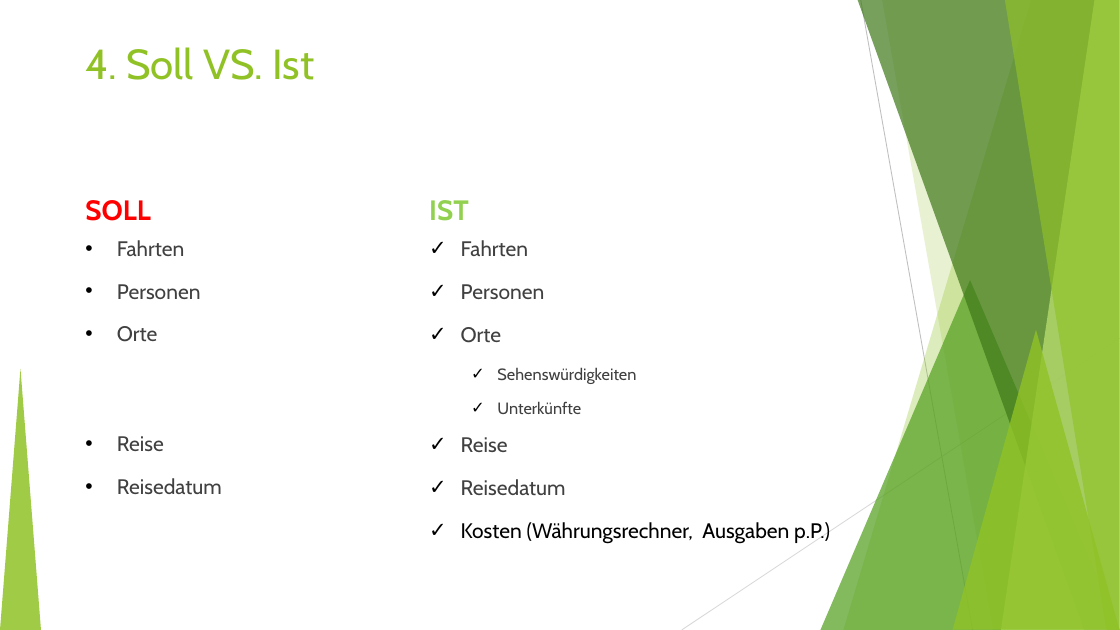
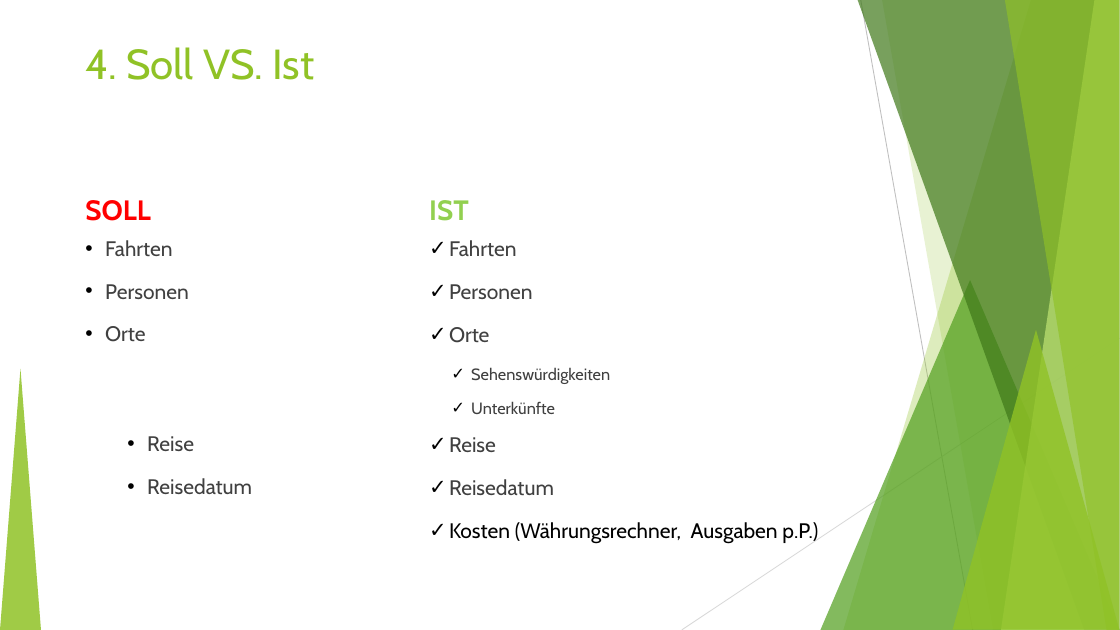
Before and after one commit to fh-erfurt/TravelBuddy-REST, a slide deck: slide 10 of doc/Präsentation/TravelBuddy_1.ppt (slide 6 before the commit). Drawn at 1120x630 pixels with LibreOffice and Linux fonts; fonts in the diff are those of the drawing. Boxes give left, top, right and bottom in pixels: in the first picture for what was removed or moved away, otherwise in the second. Text is boxed around its words. In the diff, an @@ line names an element or a change of style, - is before the commit and + after.

```diff
--- a/doc/Präsentation/TravelBuddy_1.ppt
+++ b/doc/Präsentation/TravelBuddy_1.ppt
@@ text "Fahrten" at (449,240,818,544): indent changed @@
@@ text at (105,240,252,494): indent changed @@
```
Also in this commit, not shown: 4 other slides changed, 5 slides added, 1 slide removed.

Your task: Looking at the records above, say how many lines contain the string "slide". Give the number and no other words.

Your solution: 2